By Tim Morris, Columnist firstname.lastname@example.org,
NOLA.com | The Times-Picayune
The fate of Harrah’s quest for a no-bid, 30-year extension of its state casino license in New Orleans, a full six years before the contract expires, could be decided Monday (May 14) in a Senate committee that appears to be leaning toward putting the issue on hold.
The casino company’s chances dimmed considerably Sunday when Sen. J.P. Morrell, D-New Orleans, announced that he would oppose the proposed extension in House Bill 553 when it comes before the Judiciary B Committee. Morrell said the bill is “an unwarranted distraction” at a time when lawmakers should be focused on dealing with a shortfall in the state’s budget that takes effect July 1.
“A $650+ million shortfall is less than two months away,” Morrell said in a statement posted on The New Orleans Agenda. “As we squabble, 35,000+ nursing home recipients are being told that they are about to be evicted. With no clear and reasonable revenue agreement in place, we alternate between closing hospitals with medical schools, burdening families with crippling college debt, or cutting services to the Department of Children and Family Services.”
Morrell is the third senator on the seven-member Judiciary B panel to express reservations about the proposal. Sens. Eric LaFleur, D-Ville Platte, and Norby Chabert, R-Houma, told The Advocate that they favor postponing the measure until next year.

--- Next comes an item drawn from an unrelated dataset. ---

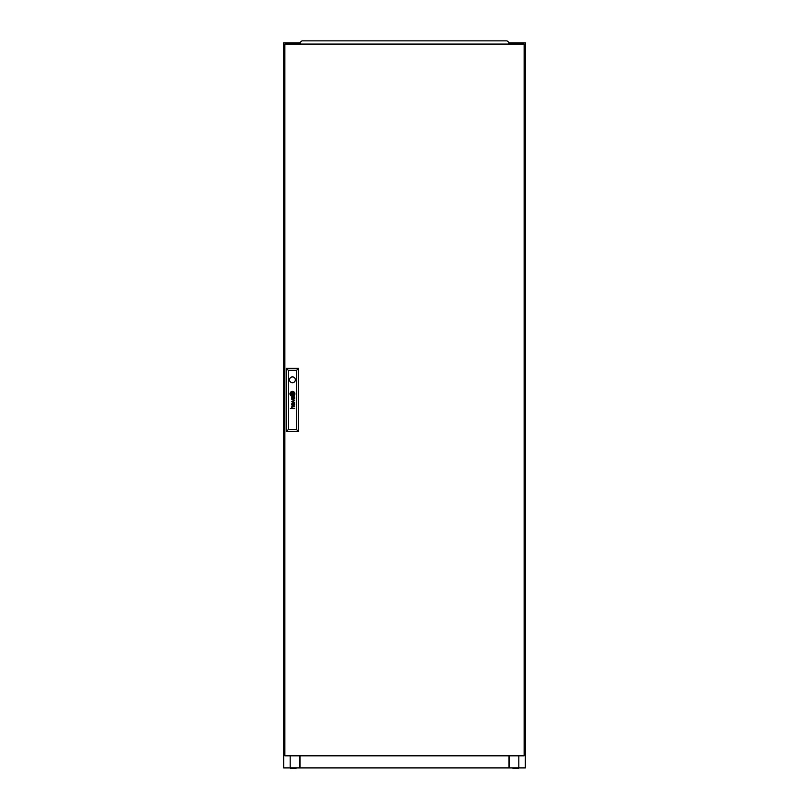 <?xml version="1.0" encoding="UTF-8"?>
<svg xmlns="http://www.w3.org/2000/svg" width="809" height="809" viewBox="0 0 809 809"><rect width="100%" height="100%" fill="white"/><g stroke="black" fill="none" stroke-linecap="round" stroke-linejoin="round"><path stroke-width="1.21" d="M512.997 767.903L512.997 768.55L518.347 768.55L518.347 767.903M296.003 767.903L296.003 768.55L290.653 768.55L290.653 767.903M290.168 44.07L290.168 42.867L283.656 42.867L283.656 767.903L525.344 767.903L525.344 42.867L518.832 42.867L518.832 44.07M509.235 767.903L509.235 755.818L509.023 766.902M299.977 767.903L299.977 755.818M509.023 755.818L509.023 767.903M509.832 44.07L509.832 42.867L508.982 42.867M300.018 42.867L299.168 42.867L299.168 44.07M290.168 42.867L299.168 42.867M509.832 42.867L518.832 42.867M299.775 767.903L299.775 755.818M290.168 755.818L290.168 767.903M298.966 42.867L298.966 44.07M518.832 755.818L518.832 767.903M510.034 42.867L510.034 44.07M306.014 40.854L310.848 40.854M498.152 40.854L502.986 40.854M508.628 44.07L508.982 42.503L507.01 40.854L301.99 40.854L300.018 42.503L300.372 44.07M294.688 398.149A1.598 1.598 0 0 0 294.678 397.967L294.415 397.967A0.647 0.647 0 0 1 294.355 398.341L294.193 398.513A0.566 0.566 0 0 1 293.667 398.584L293.576 398.534A0.657 0.657 0 0 1 293.384 398.311A1.77 1.77 0 0 1 293.333 398.2A0.748 0.748 0 0 1 293.293 398.089A5.036 5.036 0 0 1 293.273 397.967L293.02 397.967A3.661 3.661 0 0 0 293.08 398.261A1.365 1.365 0 0 0 293.151 398.493A0.86 0.86 0 0 0 294.688 398.24A1.598 1.598 0 0 0 294.688 398.149M294.415 404.783A0.758 0.758 0 0 1 294.395 404.985L294.193 405.269A0.546 0.546 0 0 1 293.738 405.349L293.606 405.299A0.546 0.546 0 0 1 293.343 404.975A1.456 1.456 0 0 1 293.273 404.712L293.03 404.712A4.561 4.561 0 0 0 293.091 405.036A1.062 1.062 0 0 0 294.688 404.894A1.83 1.83 0 0 0 294.678 404.712L294.415 404.712A0.758 0.758 0 0 1 294.415 404.783M294.638 403.812L294.365 403.691A1.315 1.315 0 0 1 294.274 403.701L292.686 403.691A1.406 1.406 0 0 0 292.534 403.691A21.317 21.317 0 0 0 292.373 403.701A0.516 0.516 0 0 0 292.282 403.721A3.418 3.418 0 0 0 292.191 403.742L292.11 403.782A0.951 0.951 0 0 0 292.009 403.853L291.928 403.934A0.89 0.89 0 0 0 291.806 404.166A3.084 3.084 0 0 0 291.786 404.257A0.758 0.758 0 0 0 291.766 404.358A7.817 7.817 0 0 0 291.756 404.46A0.93 0.93 0 0 0 291.756 404.601A2.356 2.356 0 0 0 291.776 404.834A1.133 1.133 0 0 0 292.716 405.653L292.716 405.309A1.001 1.001 0 0 1 292.403 405.258L292.231 405.157A0.576 0.576 0 0 1 292.059 404.864A1.214 1.214 0 0 1 292.069 404.338L292.342 404.055A0.839 0.839 0 0 1 292.514 404.025A1.881 1.881 0 0 1 292.676 404.015L293.212 404.278A4.075 4.075 0 0 1 293.182 404.015L293.687 404.015A1.183 1.183 0 0 1 293.96 404.045L294.092 404.106A0.556 0.556 0 0 1 294.385 404.53L294.648 404.53A1.021 1.021 0 0 0 294.324 404.015L294.638 403.812M293.707 394.286L293.707 394.276A2.194 2.194 0 0 0 293.667 393.932L293.354 393.932A20.468 20.468 0 0 1 293.394 394.216A2.053 2.053 0 0 1 293.414 394.398L293.273 394.539A1.881 1.881 0 0 1 293.08 394.61A3.135 3.135 0 0 1 292.716 394.701A22.854 22.854 0 0 1 292.322 394.762A3.994 3.994 0 0 1 291.968 394.812A1.851 1.851 0 0 1 291.877 394.812L291.796 394.752A0.799 0.799 0 0 1 291.705 394.57A4.227 4.227 0 0 1 291.553 393.932L291.26 393.932A2.215 2.215 0 0 0 291.341 394.226A14.259 14.259 0 0 0 291.452 394.509A1.638 1.638 0 0 0 291.644 394.863A0.981 0.981 0 0 0 291.796 395.025L292.039 395.105A3.175 3.175 0 0 0 292.251 395.085A2.114 2.114 0 0 0 292.443 395.045A5.835 5.835 0 0 0 292.858 394.934A2.609 2.609 0 0 0 293.323 394.731A1.284 1.284 0 0 0 293.576 394.549A0.546 0.546 0 0 0 293.667 394.438L293.707 394.286M294.294 394.054A1.153 1.153 0 0 0 294.294 393.932L293.98 393.932A1.689 1.689 0 0 1 294.001 394.155A0.667 0.667 0 0 1 293.829 394.62A2.043 2.043 0 0 1 292.909 395.237A4.096 4.096 0 0 1 292.453 395.368A1.78 1.78 0 0 1 292.15 395.409L292.039 395.399A1.001 1.001 0 0 1 291.432 394.994A3.843 3.843 0 0 1 291.169 394.58A1.881 1.881 0 0 1 291.038 394.276A6.634 6.634 0 0 1 290.937 393.932L290.613 393.932A2.478 2.478 0 0 0 291.594 395.51A1.072 1.072 0 0 0 292.13 395.702A1.618 1.618 0 0 0 292.555 395.672A2.831 2.831 0 0 0 293.252 395.429A2.326 2.326 0 0 0 294.122 394.661A1.153 1.153 0 0 0 294.294 394.054M294.587 393.953A1.76 1.76 0 0 1 294.274 394.964A2.447 2.447 0 0 1 292.433 395.995A1.719 1.719 0 0 1 291.452 395.763A2.316 2.316 0 0 1 290.3 393.932L289.996 393.932A2.447 2.447 0 0 0 292.443 396.289A2.447 2.447 0 0 0 294.891 393.932L294.587 393.932A1.76 1.76 0 0 1 294.587 393.953M289.521 379.805A2.923 2.923 0 0 0 292.443 382.728A2.923 2.923 0 0 0 295.366 379.805A2.923 2.923 0 0 0 292.443 376.893A2.923 2.923 0 0 0 289.521 379.805M524.131 755.818L524.131 44.07L284.869 44.07L284.869 755.818L524.131 755.818M294.415 397.361A1.709 1.709 0 0 0 294.324 397.27A1.153 1.153 0 0 0 294.476 397.27L294.638 397.128A0.576 0.576 0 0 0 294.638 397.047L294.567 396.814A0.617 0.617 0 0 1 294.557 396.845L294.415 396.936A0.728 0.728 0 0 1 294.304 396.946L292.636 396.936A2.164 2.164 0 0 0 292.352 396.956A0.758 0.758 0 0 0 291.877 397.259A1.031 1.031 0 0 0 291.887 398.422A0.819 0.819 0 0 0 292.716 398.908L292.716 398.564A1.456 1.456 0 0 1 292.575 398.554A0.799 0.799 0 0 1 292.251 398.433L292.13 398.291A0.718 0.718 0 0 1 292.039 398.018A1.487 1.487 0 0 1 292.039 397.725A0.597 0.597 0 0 1 292.11 397.492L292.373 397.3A0.829 0.829 0 0 1 292.545 397.27A4.844 4.844 0 0 1 292.676 397.27L293 397.785L293.687 397.27A1.709 1.709 0 0 1 293.819 397.28A0.779 0.779 0 0 1 294.375 397.785L294.648 397.785A1.021 1.021 0 0 0 294.415 397.361M294.203 402.124L291.816 403.165L294.638 402.326L292.251 401.203L294.638 400.182L291.816 399.302L294.203 400.324L291.816 401.365L294.203 402.124M294.638 408.525L292.747 408.181A0.951 0.951 0 0 1 292.666 408.181A5.329 5.329 0 0 1 292.595 408.181L292.524 408.161A0.92 0.92 0 0 1 292.443 408.141L292.383 408.12A0.961 0.961 0 0 1 292.322 408.08L292.251 408.019A0.779 0.779 0 0 1 292.201 406.917L292.322 406.836A0.789 0.789 0 0 1 292.504 406.775A1.497 1.497 0 0 1 292.727 406.755L294.638 406.755L292.727 406.421A1.81 1.81 0 0 0 292.636 406.421A7.655 7.655 0 0 0 292.474 406.431A0.849 0.849 0 0 0 292.18 406.502A0.576 0.576 0 0 0 291.746 407.352A1.628 1.628 0 0 0 291.847 407.766A0.769 0.769 0 0 0 291.918 407.918A4.055 4.055 0 0 0 291.998 408.039A0.92 0.92 0 0 0 292.13 408.181L290.36 408.525L294.638 408.525M291.837 394.458L293.05 394.458L293.05 393.235L291.837 393.235L291.837 394.458M290.289 393.761A1.567 1.567 0 0 1 290.421 393.093A2.245 2.245 0 0 1 292.342 391.708A1.669 1.669 0 0 1 293.839 392.234A2.548 2.548 0 0 1 294.577 393.761L294.891 393.761A2.447 2.447 0 0 0 292.443 391.394A2.447 2.447 0 0 0 289.996 393.761L290.289 393.761M290.906 393.761A1.173 1.173 0 0 1 290.886 393.477A0.546 0.546 0 0 1 291.018 393.123A1.234 1.234 0 0 1 291.26 392.861A2.012 2.012 0 0 1 291.594 392.638A3.014 3.014 0 0 1 292.453 392.325A5.279 5.279 0 0 1 292.646 392.294A0.738 0.738 0 0 1 293.08 392.365A1.203 1.203 0 0 1 293.505 392.759A6.361 6.361 0 0 1 293.637 392.962A1.82 1.82 0 0 1 293.778 393.265A20.185 20.185 0 0 1 293.869 393.498A1.648 1.648 0 0 1 293.95 393.761L294.274 393.761A2.842 2.842 0 0 0 294.001 392.992A2.265 2.265 0 0 0 293.495 392.335A1.487 1.487 0 0 0 292.585 391.991A3.216 3.216 0 0 0 292.15 392.062A2.073 2.073 0 0 0 291.543 392.304A4.025 4.025 0 0 0 291.159 392.567A1.567 1.567 0 0 0 290.623 393.336A0.829 0.829 0 0 0 290.593 393.498A1.466 1.466 0 0 0 290.593 393.761L290.906 393.761M291.523 393.761A99.729 99.729 0 0 1 291.483 393.477A1.83 1.83 0 0 1 291.473 393.295L291.614 393.154A2.194 2.194 0 0 1 291.695 393.123A1.122 1.122 0 0 1 291.796 393.083A9.87 9.87 0 0 1 291.978 393.032A3.034 3.034 0 0 1 292.231 392.982A90.021 90.021 0 0 1 292.555 392.921A3.833 3.833 0 0 1 292.949 392.881A0.991 0.991 0 0 1 293 392.881L293.101 392.962A0.678 0.678 0 0 1 293.161 393.083A3.003 3.003 0 0 1 293.262 393.417A5.845 5.845 0 0 1 293.333 393.761L293.627 393.761A3.934 3.934 0 0 0 293.485 393.326A3.034 3.034 0 0 0 293.404 393.123A2.326 2.326 0 0 0 293.293 392.911A0.526 0.526 0 0 0 293.273 392.881A10.335 10.335 0 0 0 293.202 392.78A0.506 0.506 0 0 0 293.01 392.608L292.888 392.577A2.599 2.599 0 0 0 292.373 392.658A16.322 16.322 0 0 0 292.089 392.739A1.972 1.972 0 0 0 291.877 392.81A6.169 6.169 0 0 0 291.614 392.931A1.001 1.001 0 0 0 291.503 392.992A2.376 2.376 0 0 0 291.351 393.103L291.28 393.174A0.789 0.789 0 0 0 291.22 393.255L291.179 393.467A16.898 16.898 0 0 0 291.22 393.761L291.523 393.761M288.338 370.34L288.338 429.559L296.549 429.559L296.549 370.34L288.338 370.34L286.315 368.328L298.561 368.328L298.561 431.571L286.315 431.571L286.315 368.328M298.561 368.328L296.549 370.34M288.338 429.559L286.315 431.571M298.561 431.571L296.549 429.559"/></g></svg>

The other committee members are Sens. Gary Smith, D-Norco; Ronnie Johns, R-Lake Charles; Karen Carter Peterson, D-New Orleans; and Gregory Tarver, D-Shreveport. The meeting is scheduled for 1 p.m.
That the fate of Harrah’s extension comes down to a single vote is an astonishing reversal of fortune over the past six weeks. The bill, which is sponsored by House Speaker Taylor Barras, R-New Iberia, easily cleared the lower chamber with a 79-12 vote March 29.
The proposal is touted as a major economic development advance for New Orleans. Harrah’s officials have promised to spend $350 million to build a new 340-room hotel at the casino while adding a complex that includes a high-end food court, a modern nightclub and an entertainment district on Fulton Street between the existing Harrah’s hotel and its parking garage.
Harrah’s also would increase its annual payments to the state by a minimum $7 million a year to at least $69 million annually by the end of the contract. The casino also recently sweetened the deal to pay the city of New Orleans an additional $6.3 million beyond the $21 million in upfront money that Harrah’s lobbyists had recently agreed to.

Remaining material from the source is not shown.